→ **WHAT YOU WILL DO**
Scan the records below for the string "from" and return every line where it appears.

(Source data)
★ ★ ★ ★ ★ ★ ★

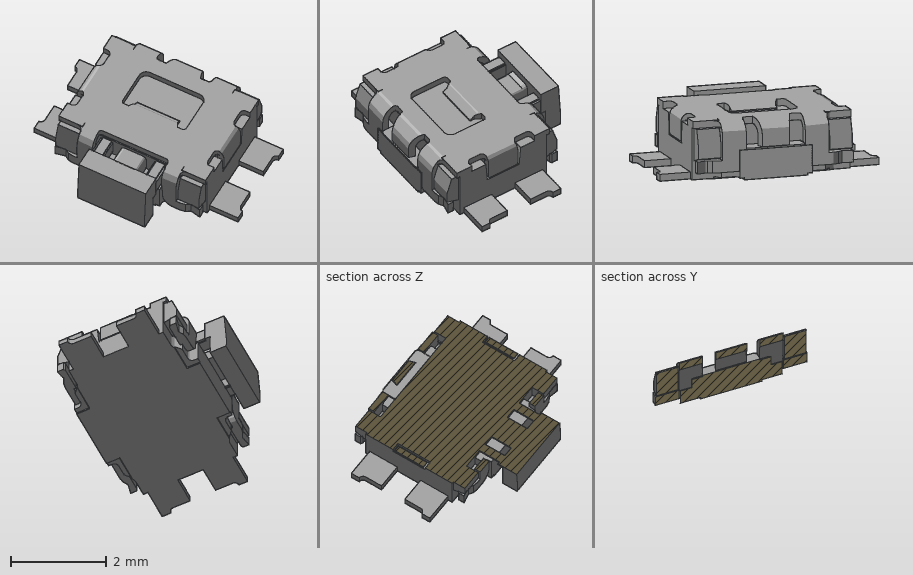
import cadquery as cq

sheet = 0.15
total_height = 1.27
cover_bottom = total_height - sheet
body_half_x = 1.745
housing_half_y = 1.1
cover_half_y = 1.175

skirt_half_x = 1.18
skirt_face_y = 1.42
skirt_roll = 0.35
corner_relief = 0.1
leg_inner_x = 0.825
leg_toe_x = 0.86
leg_toe_z = 0.485
leg_bottom = 0.19
leg_corner = 0.242
gap_corner = 0.075
foot_half_x = 1.28
foot_top = 0.445
foot_inner_y = 1.215
foot_bend_x = 1.39
foot_bend_y = 1.4
foot_jog_start_x = 1.49
foot_jog_end_x = 1.525
foot_jog_y = 1.345
foot_tip_x = 1.72
foot_tip_y = 1.385
foot_tip_inner_y = 1.245
foot_tip_bevel = 0.05

rear_opening_half_x = 0.65
rear_opening_y = 1.085
rear_opening_corner = 0.075
tongue_root_half_x = 0.405
tongue_tip_half_x = 0.3
tongue_bottom = 0.68
ledge_bottom = 0.645
ledge_back_y = 1.455

side_notch_half_y = 0.795
side_notch_x = 1.55
side_notch_corner = 0.095
side_tab_half_y = 0.37
side_tab_bottom = 0.675
side_roll = body_half_x - side_notch_x
tab_flare = 0.095
tab_tip_corner = 0.03
side_slot_half_y = 0.403
side_slot_mouth_half_y = 0.44
side_slot_depth = 0.185
side_slot_bottom = 0.645

window_half_x = 0.755
window_rear_y = 0.715
window_front_y = -0.245
window_rear_corner = 0.165
window_front_corner = 0.075
lip_root_half_x = 0.58
lip_half_x = 0.505
lip_bend_y = -0.11
lip_tip_y = -0.005
lip_bend_z = 1.212
lip_tip_z = 1.145
lip_bend_radius = 0.17

block_half_x = 0.8
block_face_y = 1.445
block_top = 0.645
plinth_face_y = 1.255
plinth_inner_y = 1.14
plinth_half_x = 1.15
plinth_slope_x = 1.285
plinth_root_x = 1.41
plinth_arc = 0.225
plinth_fillet = 0.1
relief_inner_x = 0.7
relief_inner_y = 1.14
relief_height = 0.045

corner_outer_x = 1.7
corner_inner_x = 1.205
corner_top_y = 1.28
corner_face_y = 1.39
corner_face_top = 0.77
corner_face_bottom = 0.505
corner_root_bottom = 0.41

lead_tip_x = 2.425
lead_edge_x = 2.33
lead_outer_y = 1.0
lead_inner_y = 0.295
lead_step_y = 0.795

button_half_x = 0.795
button_top = 1.24
button_bottom = 0.085
button_back_y = -1.6
button_step_y = -1.725
button_step_z = 0.68
button_top_front_y = -2.05
button_front_y = -2.105
button_break_z = 0.385
button_edge_z = 0.13
button_edge_y = -2.095
rail_inner_x = 0.5
rail_outer_x = 0.78
rail_top = 1.08
rail_outer_step = 0.045
rail_step_z = 0.04
rail_inner_step = 0.03
stem_half_x = 0.3
stem_top = 1.045
stem_bottom = 0.68
stem_round = 0.1
stem_ramp_y = -1.495
stem_ramp_rise = 0.04


def box(x0, x1, y0, y1, z0, z1):
    return cq.Workplane("XY").box(x1 - x0, y1 - y0, z1 - z0, centered=False).translate((x0, y0, z0))


def prism_z(points, z0, z1):
    return cq.Workplane("XY").workplane(offset=z0).polyline(points).close().extrude(z1 - z0)


def prism_x(points, x0, x1):
    """Extrude a (Y, Z) outline from x0 to x1."""
    return cq.Workplane("YZ").workplane(offset=x0).polyline(points).close().extrude(x1 - x0)


def prism_y(points, y0, y1):
    """Extrude an (X, Z) outline from y0 to y1."""
    return cq.Workplane("XZ").workplane(offset=-y0).polyline(points).close().extrude(y0 - y1)


def both_sides(solid):
    return solid.union(solid.mirror("YZ"))


def four_corners(solid):
    half = both_sides(solid)
    return half.union(half.mirror("XZ"))


def rolled_sheet(half_width, roll, bottom, half_length, axis):
    """Inverted U of sheet with rounded upper edges, open below, running along the given axis."""
    outer = box(-half_width, half_width, -half_length, half_length, bottom, total_height)
    outer = outer.edges("|Y and >Z").fillet(roll)
    inner_half = half_width - sheet
    inner = box(-inner_half, inner_half, -half_length, half_length, bottom, cover_bottom)
    inner = inner.edges("|Y and >Z").fillet(roll - sheet)
    shell = outer.cut(inner)
    if axis == "X":
        shell = shell.rotate((0, 0, 0), (0, 0, 1), 90)
    return shell


def make_cover_top():
    """Flat cover with rolled front and rear skirts, before the openings are cut."""
    plate = box(-body_half_x, body_half_x, -cover_half_y, cover_half_y, cover_bottom, total_height)
    roll_start_y = skirt_face_y - skirt_roll
    rolled_strip = box(-skirt_half_x, skirt_half_x, roll_start_y, cover_half_y, cover_bottom, total_height)
    plate = plate.cut(rolled_strip).cut(rolled_strip.mirror("XZ"))
    plan = box(-skirt_half_x, skirt_half_x, -skirt_face_y, skirt_face_y, 0, total_height)
    plan = plan.union(box(-body_half_x, body_half_x, -cover_half_y, cover_half_y, 0, total_height))
    margin = 0.05
    inside_corners = cq.selectors.BoxSelector(
        (-skirt_half_x - margin, -cover_half_y - margin, 0),
        (skirt_half_x + margin, cover_half_y + margin, total_height),
    )
    plan = plan.edges("|Z").edges(inside_corners).fillet(corner_relief)
    skirts = rolled_sheet(skirt_face_y, skirt_roll, leg_bottom, body_half_x, "X").intersect(plan)
    lower_side = box(skirt_half_x, body_half_x, -skirt_face_y, skirt_face_y, 0, cover_bottom)
    return plate.union(skirts.cut(both_sides(lower_side)))


def cut_front_opening(cover):
    """Gap between the two front legs for the button, rounded at the leg toes."""
    roll_end_z = total_height - skirt_roll
    half_gap = prism_y(
        [
            (0, 0),
            (leg_toe_x, 0),
            (leg_toe_x, leg_toe_z),
            (leg_inner_x, roll_end_z),
            (leg_inner_x, total_height),
            (0, total_height),
        ],
        -skirt_face_y,
        skirt_roll - skirt_face_y,
    )
    gap = both_sides(half_gap).edges("|Z and >Y").edges("<X or >X").fillet(gap_corner)
    toe = box(leg_toe_x, leg_toe_x + leg_corner, -skirt_face_y, -housing_half_y,
              leg_bottom, leg_bottom + leg_corner)
    toe_round = (
        cq.Workplane("XZ", origin=(leg_toe_x + leg_corner, 0, leg_bottom + leg_corner))
        .circle(leg_corner)
        .extrude(skirt_face_y)
    )
    return cover.cut(gap).cut(both_sides(toe.cut(toe_round)))


def cut_rear_opening(cover):
    """Opening in the rear skirt that leaves a tapered tongue in the middle."""
    opening = box(-rear_opening_half_x, rear_opening_half_x, rear_opening_y, skirt_face_y, 0, total_height)
    opening = opening.edges("|Z and <Y").fillet(rear_opening_corner)
    tongue = prism_z(
        [
            (-tongue_root_half_x, rear_opening_y),
            (tongue_root_half_x, rear_opening_y),
            (tongue_tip_half_x, skirt_face_y),
            (-tongue_tip_half_x, skirt_face_y),
        ],
        tongue_bottom,
        total_height,
    )
    return cover.cut(opening.cut(tongue))


def make_side_tabs():
    strip = box(side_notch_x, body_half_x, -side_tab_half_y, side_tab_half_y, 0, total_height)
    flare_end = side_tab_half_y + tab_flare
    flare_x = side_notch_x + tab_flare
    flare = box(side_notch_x, flare_x, -flare_end, flare_end, cover_bottom, total_height)
    flare_cut = cq.Workplane("XY").pushPoints(
        [(flare_x, -flare_end), (flare_x, flare_end)]
    ).circle(tab_flare).extrude(total_height)
    plan = both_sides(strip.union(flare.cut(flare_cut)))
    tabs = rolled_sheet(body_half_x, side_roll, side_tab_bottom, side_notch_half_y, "Y").intersect(plan)
    return tabs.edges("|X and <Z").fillet(tab_tip_corner)


def cut_side_notches(cover):
    notch = box(side_notch_x, body_half_x, -side_notch_half_y, side_notch_half_y, cover_bottom, total_height)
    notch = notch.edges("|Z and <X").fillet(side_notch_corner)
    return cover.cut(both_sides(notch))


def cut_window(cover):
    window = box(-window_half_x, window_half_x, window_front_y, window_rear_y, cover_bottom, total_height)
    window = window.edges("|Z and >Y").fillet(window_rear_corner)
    window = window.edges("|Z and <Y").fillet(window_front_corner)
    lip_plan = prism_z(
        [
            (-lip_root_half_x, window_front_y),
            (-lip_half_x, lip_bend_y),
            (-lip_half_x, lip_tip_y),
            (lip_half_x, lip_tip_y),
            (lip_half_x, lip_bend_y),
            (lip_root_half_x, window_front_y),
        ],
        cover_bottom,
        total_height,
    )
    lip_profile = (
        cq.Workplane("YZ", origin=(-lip_root_half_x, 0, 0))
        .moveTo(window_front_y, total_height)
        .radiusArc((lip_bend_y, lip_bend_z), lip_bend_radius)
        .lineTo(lip_tip_y, lip_tip_z)
        .lineTo(lip_tip_y, cover_bottom)
        .lineTo(window_front_y, cover_bottom)
        .close()
        .extrude(2 * lip_root_half_x)
    )
    return cover.cut(window.cut(lip_plan.intersect(lip_profile)))


def make_feet():
    """Clip feet running outward from the legs, with a jogged tip."""
    foot = prism_z(
        [
            (skirt_half_x, skirt_face_y),
            (foot_half_x, skirt_face_y),
            (foot_bend_x, foot_bend_y),
            (foot_jog_start_x, foot_jog_y),
            (foot_jog_end_x, foot_jog_y),
            (foot_tip_x, foot_tip_y),
            (foot_tip_x, foot_tip_inner_y),
            (foot_tip_x - foot_tip_bevel, foot_inner_y),
            (skirt_half_x, foot_inner_y),
        ],
        leg_bottom,
        foot_top,
    )
    return four_corners(foot)


def make_housing():
    housing = box(-body_half_x, body_half_x, -housing_half_y, housing_half_y, 0, cover_bottom)
    slot = prism_x(
        [
            (-side_slot_half_y, side_slot_bottom),
            (side_slot_half_y, side_slot_bottom),
            (side_slot_mouth_half_y, cover_bottom),
            (-side_slot_mouth_half_y, cover_bottom),
        ],
        body_half_x - side_slot_depth,
        body_half_x,
    )
    return housing.cut(both_sides(slot))


def make_corner_blocks():
    block = prism_x(
        [
            (housing_half_y, cover_bottom),
            (corner_top_y, cover_bottom),
            (corner_face_y, corner_face_top),
            (corner_face_y, corner_face_bottom),
            (housing_half_y, corner_root_bottom),
        ],
        corner_inner_x,
        corner_outer_x,
    )
    return four_corners(block)


def make_base():
    """Central blocks and side plinths that carry the skirts and the button."""
    block = box(-block_half_x, block_half_x, -block_face_y, block_face_y, 0, block_top)
    plinth = (
        cq.Workplane("XY")
        .moveTo(0, 0)
        .lineTo(plinth_root_x, 0)
        .lineTo(plinth_root_x, housing_half_y)
        .radiusArc((plinth_slope_x, plinth_inner_y), plinth_arc)
        .lineTo(plinth_half_x, plinth_face_y)
        .lineTo(0, plinth_face_y)
        .close()
        .extrude(corner_root_bottom)
    )
    fillet_edge = block_half_x + plinth_fillet
    fillet_end_y = plinth_face_y + plinth_fillet
    cove = box(block_half_x, fillet_edge, housing_half_y, fillet_end_y, 0, block_top)
    cove_cut = (
        cq.Workplane("XY", origin=(fillet_edge, fillet_end_y, 0)).circle(plinth_fillet).extrude(block_top)
    )
    relief = box(relief_inner_x, foot_half_x, relief_inner_y, block_face_y, 0, relief_height)
    supports = four_corners(plinth.union(cove.cut(cove_cut)))
    ledge = box(-rear_opening_half_x, rear_opening_half_x, 0, ledge_back_y, ledge_bottom, tongue_bottom)
    ledge = ledge.edges("|Z and >Y").fillet(rear_opening_corner)
    return block.union(supports).cut(four_corners(relief)).union(ledge)


def make_leads():
    lead = (
        cq.Workplane("XY")
        .moveTo(side_notch_x, lead_inner_y)
        .lineTo(lead_edge_x, lead_inner_y)
        .lineTo(lead_edge_x, lead_step_y - (lead_tip_x - lead_edge_x))
        .radiusArc((lead_tip_x, lead_step_y), lead_tip_x - lead_edge_x)
        .lineTo(lead_tip_x, lead_outer_y)
        .lineTo(side_notch_x, lead_outer_y)
        .close()
        .extrude(sheet)
    )
    return four_corners(lead)


def make_button():
    cap = prism_x(
        [
            (button_back_y, button_top),
            (button_top_front_y, button_top),
            (button_front_y, button_break_z),
            (button_front_y, button_edge_z),
            (button_edge_y, button_bottom),
            (button_step_y, button_bottom),
            (button_step_y, button_step_z),
            (button_back_y, button_step_z),
        ],
        -button_half_x,
        button_half_x,
    )
    web = box(rail_inner_x + rail_inner_step, rail_outer_x - rail_outer_step,
              button_back_y, -housing_half_y, stem_bottom, rail_top)
    flange = box(rail_inner_x, rail_outer_x, button_back_y, -housing_half_y,
                 stem_bottom + rail_step_z, rail_top - rail_step_z)
    rail = web.union(flange)
    stem = prism_x(
        [
            (-housing_half_y, stem_top),
            (stem_ramp_y, stem_top),
            (button_back_y, stem_top + stem_ramp_rise),
            (button_back_y, stem_bottom),
            (-housing_half_y, stem_bottom),
        ],
        -stem_half_x,
        stem_half_x,
    )
    upper_edges = cq.selectors.BoxSelector(
        (-button_half_x, button_back_y, stem_top - stem_round), (button_half_x, 0, button_top)
    )
    stem = stem.edges("<X or >X").edges(upper_edges).fillet(stem_round)
    return cap.union(both_sides(rail)).union(stem)


cover = cut_window(cut_side_notches(cut_rear_opening(cut_front_opening(make_cover_top()))))
cover = cover.union(make_side_tabs()).union(make_feet())
housing = make_housing().union(make_corner_blocks()).union(make_base())
result = housing.union(cover).union(make_leads()).union(make_button())

★ ★ ★ ★ ★ ★ ★

→ **THE ANSWER**
    """Extrude a (Y, Z) outline from x0 to x1."""
    """Extrude an (X, Z) outline from y0 to y1."""
    """Clip feet running outward from the legs, with a jogged tip."""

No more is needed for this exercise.